Schema Mount Design Principles

The "root" data node of a YANG datastore is used to represent the entire configuration or operational state of a server. There are no actual child nodes defined. Instead, all top-level YANG data nodes (from the YANG modules loaded into the server) are available as child nodes of the root.

The Schema Mount feature allows a configuration container or list node to be defined as a mount point, and used like the root node. There are no actual child nodes (except list key leafs) defined in a mount point. Instead, all top-level YANG data nodes (from the YANG modules specified in the sm-config Structure are available as child nodes of the root. There may be many instances of the mount point, since it (or an ancestor) can be a YANG list.

The design for SIL and SIL-SA code for mounted modules does not change. The code is generated and written as if it is located at the top-level. Optional APIs can be used to read the instance information for a mount point.

Top-level SIL and SIL-SA code is not required to know anything about the specific mounted modules under a mount point.

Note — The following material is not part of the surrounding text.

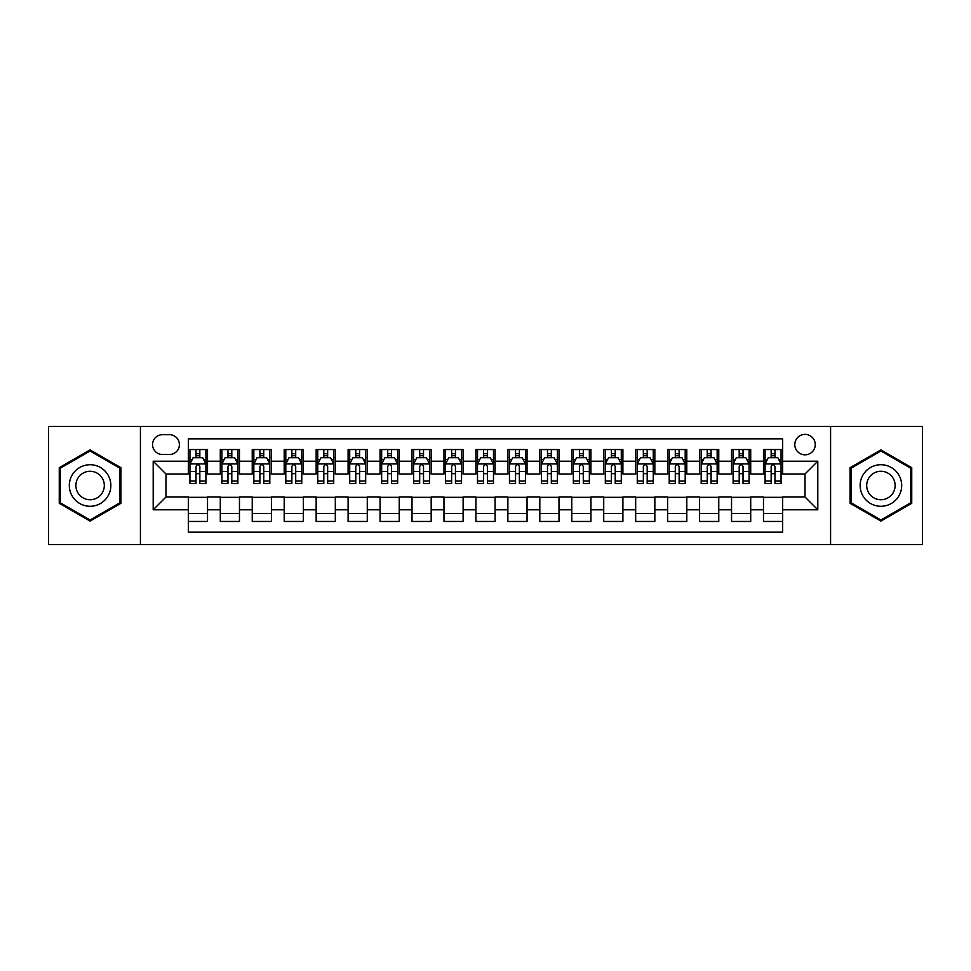 <?xml version="1.0" encoding="UTF-8"?>
<svg xmlns="http://www.w3.org/2000/svg" width="971" height="971" viewBox="0 0 971 971"><rect width="100%" height="100%" fill="white"/><g stroke="black" fill="none" stroke-linecap="round" stroke-linejoin="round"><path stroke-width="1.46" d="M805.02 434.377A10.22 10.22 0 0 0 794.8 444.597A10.22 10.22 0 0 0 805.02 454.829A10.22 10.22 0 0 0 815.252 444.597A10.22 10.22 0 0 0 805.02 434.377M830.581 544.61L922.45 544.61L922.45 426.39L830.581 426.39L830.581 544.61L140.419 544.61L140.419 426.39L48.55 426.39L48.55 544.61L140.419 544.61M782.662 449.549L763.485 449.549L763.485 461.213L750.704 461.213L750.704 473.994L763.485 473.994L763.485 461.213M750.704 461.213L750.704 449.549L731.539 449.549L731.539 461.213L718.758 461.213L718.758 473.994L731.539 473.994L731.539 461.213M718.758 461.213L718.758 449.549L699.581 449.549L699.581 461.213L686.8 461.213L686.8 473.994L699.581 473.994L699.581 461.213M686.8 461.213L686.8 449.549L667.623 449.549L667.623 461.213L654.842 461.213L654.842 473.994L667.623 473.994L667.623 461.213M654.842 461.213L654.842 449.549L635.677 449.549L635.677 461.213L622.897 461.213L622.897 473.994L635.677 473.994L635.677 461.213M622.897 461.213L622.897 449.549L603.719 449.549L603.719 461.213L590.938 461.213L590.938 473.994L603.719 473.994L603.719 461.213M590.938 461.213L590.938 449.549L571.773 449.549L571.773 461.213L558.993 461.213L558.993 473.994L571.773 473.994L571.773 461.213M558.993 461.213L558.993 449.549L539.815 449.549L539.815 461.213L527.035 461.213L527.035 473.994L539.815 473.994L539.815 461.213M527.035 461.213L527.035 449.549L507.869 449.549L507.869 461.213L495.089 461.213L495.089 473.994L507.869 473.994L507.869 461.213M495.089 461.213L495.089 449.549L475.911 449.549L475.911 461.213L463.131 461.213L463.131 473.994L475.911 473.994L475.911 461.213M463.131 461.213L463.131 449.549L443.965 449.549L443.965 461.213L431.185 461.213L431.185 473.994L443.965 473.994L443.965 461.213M431.185 461.213L431.185 449.549L412.007 449.549L412.007 461.213L399.227 461.213L399.227 473.994L412.007 473.994L412.007 461.213M399.227 461.213L399.227 449.549L380.062 449.549L380.062 461.213L367.281 461.213L367.281 473.994L380.062 473.994L380.062 461.213M367.281 461.213L367.281 449.549L348.104 449.549L348.104 461.213L335.323 461.213L335.323 473.994L348.104 473.994L348.104 461.213M335.323 461.213L335.323 449.549L316.158 449.549L316.158 461.213L303.377 461.213L303.377 473.994L316.158 473.994L316.158 461.213M303.377 461.213L303.377 449.549L284.2 449.549L284.2 461.213L271.419 461.213L271.419 473.994L284.2 473.994L284.2 461.213M271.419 461.213L271.419 449.549L252.242 449.549L252.242 461.213L239.461 461.213L239.461 473.994L252.242 473.994L252.242 461.213M239.461 461.213L239.461 449.549L220.296 449.549L220.296 473.994L207.515 473.994L207.515 449.549L188.338 449.549M188.338 521.451L207.515 521.451L207.515 497.006L220.296 497.006L220.296 521.451L239.461 521.451L239.461 497.006L252.242 497.006L252.242 509.787L239.461 509.787M252.242 509.787L252.242 521.451L271.419 521.451L271.419 497.006L284.2 497.006L284.2 509.787L271.419 509.787M284.2 509.787L284.2 521.451L303.377 521.451L303.377 497.006L316.158 497.006L316.158 509.787L303.377 509.787M316.158 509.787L316.158 521.451L335.323 521.451L335.323 497.006L348.104 497.006L348.104 509.787L335.323 509.787M348.104 509.787L348.104 521.451L367.281 521.451L367.281 497.006L380.062 497.006L380.062 509.787L367.281 509.787M380.062 509.787L380.062 521.451L399.227 521.451L399.227 497.006L412.007 497.006L412.007 509.787L399.227 509.787M412.007 509.787L412.007 521.451L431.185 521.451L431.185 497.006L443.965 497.006L443.965 509.787L431.185 509.787M443.965 509.787L443.965 521.451L463.131 521.451L463.131 497.006L475.911 497.006L475.911 509.787L463.131 509.787M475.911 509.787L475.911 521.451L495.089 521.451L495.089 497.006L507.869 497.006L507.869 509.787L495.089 509.787M507.869 509.787L507.869 521.451L527.035 521.451L527.035 497.006L539.815 497.006L539.815 509.787L527.035 509.787M539.815 509.787L539.815 521.451L558.993 521.451L558.993 497.006L571.773 497.006L571.773 509.787L558.993 509.787M571.773 509.787L571.773 521.451L590.938 521.451L590.938 497.006L603.719 497.006L603.719 509.787L590.938 509.787M603.719 509.787L603.719 521.451L622.897 521.451L622.897 497.006L635.677 497.006L635.677 509.787L622.897 509.787M635.677 509.787L635.677 521.451L654.842 521.451L654.842 497.006L667.623 497.006L667.623 509.787L654.842 509.787M667.623 509.787L667.623 521.451L686.8 521.451L686.8 497.006L699.581 497.006L699.581 509.787L686.8 509.787M699.581 509.787L699.581 521.451L718.758 521.451L718.758 497.006L731.539 497.006L731.539 509.787L718.758 509.787M731.539 509.787L731.539 521.451L750.704 521.451L750.704 497.006L763.485 497.006L763.485 509.787L750.704 509.787M162.46 454.501L169.488 454.501A9.904 9.904 0 0 0 179.392 444.597A9.904 9.904 0 0 0 169.488 434.692L162.46 434.692A9.904 9.904 0 0 0 152.556 444.597A9.904 9.904 0 0 0 162.46 454.501M830.581 426.39L140.419 426.39M782.662 461.213L782.662 438.843L188.338 438.843L188.338 473.994L165.98 473.994L165.98 497.006L188.338 497.006L188.338 532.157L782.662 532.157L782.662 497.006L805.02 497.006L805.02 473.994L782.662 473.994L782.662 461.213L817.8 461.213L817.8 509.787L782.662 509.787M188.338 509.787L153.2 509.787L153.2 461.213L188.338 461.213M763.485 509.787L763.485 521.451L782.662 521.451M188.338 457.547L189.94 457.547M196.008 457.547L199.844 457.547M205.913 457.547L207.515 457.547M188.338 473.678L189.94 473.678M196.008 473.678L199.844 473.678M205.913 473.678L207.515 473.678M188.338 497.322L207.515 497.322M188.338 513.453L207.515 513.453M220.296 473.678L221.898 473.678M227.967 473.678L231.802 473.678M237.871 473.678L239.461 473.678M220.296 457.547L221.898 457.547M227.967 457.547L231.802 457.547M237.871 457.547L239.461 457.547M220.296 497.322L239.461 497.322M220.296 513.453L239.461 513.453M252.242 497.322L271.419 497.322M252.242 513.453L271.419 513.453M252.242 457.547L253.844 457.547M259.912 457.547L263.748 457.547M269.817 457.547L271.419 457.547M252.242 473.678L253.844 473.678M259.912 473.678L263.748 473.678M269.817 473.678L271.419 473.678M284.2 497.322L303.377 497.322M284.2 513.453L303.377 513.453M284.2 457.547L285.802 457.547M291.87 457.547L295.706 457.547M301.775 457.547L303.377 457.547M284.2 473.678L285.802 473.678M291.87 473.678L295.706 473.678M301.775 473.678L303.377 473.678M316.158 497.322L335.323 497.322M316.158 513.453L335.323 513.453M316.158 457.547L317.748 457.547M323.816 457.547L327.652 457.547M333.721 457.547L335.323 457.547M316.158 473.678L317.748 473.678M323.816 473.678L327.652 473.678M333.721 473.678L335.323 473.678M348.104 497.322L367.281 497.322M348.104 513.453L367.281 513.453M348.104 457.547L349.706 457.547M355.774 457.547L359.61 457.547M365.679 457.547L367.281 457.547M348.104 473.678L349.706 473.678M355.774 473.678L359.61 473.678M365.679 473.678L367.281 473.678M380.062 497.322L399.227 497.322M380.062 513.453L399.227 513.453M380.062 457.547L381.652 457.547M387.72 457.547L391.556 457.547M397.637 457.547L399.227 457.547M380.062 473.678L381.652 473.678M387.72 473.678L391.556 473.678M397.637 473.678L399.227 473.678M412.007 497.322L431.185 497.322M412.007 513.453L431.185 513.453M412.007 457.547L413.61 457.547M419.678 457.547L423.514 457.547M429.583 457.547L431.185 457.547M412.007 473.678L413.61 473.678M419.678 473.678L423.514 473.678M429.583 473.678L431.185 473.678M443.965 497.322L463.131 497.322M443.965 513.453L463.131 513.453M443.965 457.547L445.555 457.547M451.636 457.547L455.46 457.547M461.541 457.547L463.131 457.547M443.965 473.678L445.555 473.678M451.636 473.678L455.46 473.678M461.541 473.678L463.131 473.678M475.911 497.322L495.089 497.322M475.911 513.453L495.089 513.453M475.911 457.547L477.514 457.547M483.582 457.547L487.418 457.547M493.486 457.547L495.089 457.547M475.911 473.678L477.514 473.678M483.582 473.678L487.418 473.678M493.486 473.678L495.089 473.678M507.869 497.322L527.035 497.322M507.869 513.453L527.035 513.453M507.869 457.547L509.459 457.547M515.54 457.547L519.364 457.547M525.445 457.547L527.035 457.547M507.869 473.678L509.459 473.678M515.54 473.678L519.364 473.678M525.445 473.678L527.035 473.678M539.815 497.322L558.993 497.322M539.815 513.453L558.993 513.453M539.815 457.547L541.417 457.547M547.486 457.547L551.322 457.547M557.39 457.547L558.993 457.547M539.815 473.678L541.417 473.678M547.486 473.678L551.322 473.678M557.39 473.678L558.993 473.678M571.773 497.322L590.938 497.322M571.773 513.453L590.938 513.453M571.773 457.547L573.363 457.547M579.444 457.547L583.28 457.547M589.348 457.547L590.938 457.547M571.773 473.678L573.363 473.678M579.444 473.678L583.28 473.678M589.348 473.678L590.938 473.678M603.719 497.322L622.897 497.322M603.719 513.453L622.897 513.453M603.719 457.547L605.321 457.547M611.39 457.547L615.226 457.547M621.294 457.547L622.897 457.547M603.719 473.678L605.321 473.678M611.39 473.678L615.226 473.678M621.294 473.678L622.897 473.678M635.677 497.322L654.842 497.322M635.677 513.453L654.842 513.453M635.677 457.547L637.279 457.547M643.348 457.547L647.184 457.547M653.252 457.547L654.842 457.547M635.677 473.678L637.279 473.678M643.348 473.678L647.184 473.678M653.252 473.678L654.842 473.678M667.623 497.322L686.8 497.322M667.623 513.453L686.8 513.453M667.623 457.547L669.225 457.547M675.294 457.547L679.13 457.547M685.198 457.547L686.8 457.547M667.623 473.678L669.225 473.678M675.294 473.678L679.13 473.678M685.198 473.678L686.8 473.678M699.581 497.322L718.758 497.322M699.581 513.453L718.758 513.453M699.581 457.547L701.183 457.547M707.252 457.547L711.088 457.547M717.156 457.547L718.758 457.547M699.581 473.678L701.183 473.678M707.252 473.678L711.088 473.678M717.156 473.678L718.758 473.678M731.539 497.322L750.704 497.322M731.539 513.453L750.704 513.453M731.539 457.547L733.129 457.547M739.198 457.547L743.033 457.547M749.102 457.547L750.704 457.547M731.539 473.678L733.129 473.678M739.198 473.678L743.033 473.678M749.102 473.678L750.704 473.678M763.485 497.322L782.662 497.322M763.485 513.453L782.662 513.453M763.485 457.547L765.087 457.547M771.156 457.547L774.992 457.547M781.06 457.547L782.662 457.547M763.485 473.678L765.087 473.678M771.156 473.678L774.992 473.678M781.06 473.678L782.662 473.678M165.98 473.994L153.2 461.213M165.98 497.006L153.2 509.787M817.8 461.213L805.02 473.994M817.8 509.787L805.02 497.006M90.085 521.099L120.926 503.306L120.926 467.694L90.085 449.901L59.255 467.694L59.255 503.306L90.085 521.099M911.745 467.694L880.915 449.901L850.074 467.694L850.074 503.306L880.915 521.099L911.745 503.306L911.745 467.694M199.844 453.712L196.008 453.712M205.913 480.985L199.844 480.985L199.844 483.582L205.913 483.582L205.913 464.089L202.721 457.705L193.132 457.705L189.94 464.089L189.94 483.582L196.008 483.582L196.008 480.985L189.94 480.985M189.94 464.089L189.94 449.549M205.913 464.089L205.913 449.549M196.008 457.705L196.008 449.549M199.844 449.549L199.844 457.705M199.844 480.985L199.844 466.493C198.57 464.029 197.295 464.029 196.008 466.493L196.008 480.985M90.085 464.733A20.767 20.767 0 0 0 69.317 485.5A20.767 20.767 0 0 0 90.085 506.267A20.767 20.767 0 0 0 110.852 485.5A20.767 20.767 0 0 0 90.085 464.733M90.085 471.287A14.213 14.213 0 0 0 75.872 485.5A14.213 14.213 0 0 0 90.085 499.713A14.213 14.213 0 0 0 104.31 485.5A14.213 14.213 0 0 0 90.085 471.287M119.967 502.747L90.085 519.995L60.214 502.747L60.214 468.253L90.085 451.005L119.967 468.253L119.967 502.747M862.928 475.11A20.767 20.767 0 0 0 870.526 503.488A20.767 20.767 0 0 0 898.903 495.89A20.767 20.767 0 0 0 891.293 467.512A20.767 20.767 0 0 0 862.928 475.11M868.596 478.387A14.213 14.213 0 0 0 873.803 497.82A14.213 14.213 0 0 0 893.223 492.613A14.213 14.213 0 0 0 888.016 473.18A14.213 14.213 0 0 0 868.596 478.387M910.786 468.253L910.786 502.747L880.915 519.995L851.033 502.747L851.033 468.253L880.915 451.005L910.786 468.253M231.802 453.712L227.967 453.712M237.871 480.985L231.802 480.985L231.802 483.582L237.871 483.582L237.871 464.089L234.679 457.705L225.09 457.705L221.898 464.089L221.898 483.582L227.967 483.582L227.967 480.985L221.898 480.985M221.898 464.089L221.898 449.549M237.871 464.089L237.871 449.549M227.967 457.705L227.967 449.549M231.802 449.549L231.802 457.705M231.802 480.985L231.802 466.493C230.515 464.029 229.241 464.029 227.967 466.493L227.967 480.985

The mounted modules usually need to know about the top-level module containing the mount point.

SIL and SIL-SA API calls that use path strings will have different forms. The SIL-SA sub-system does not store modules in a hierarchy like the main server. Instead all API calls will be relative to the mount point root. Extra path information has to be derived from the mount point instance information available to the callback function.

Enabling Schema Mount

The schema mount feature has to be enabled in the system to be used. The --with-schema-mount and --sm-config CLI parameters control this behavior in the server.

In all other tools schema mount is enabled if WITH_SCHEMA_MOUNT=1 is used in the build.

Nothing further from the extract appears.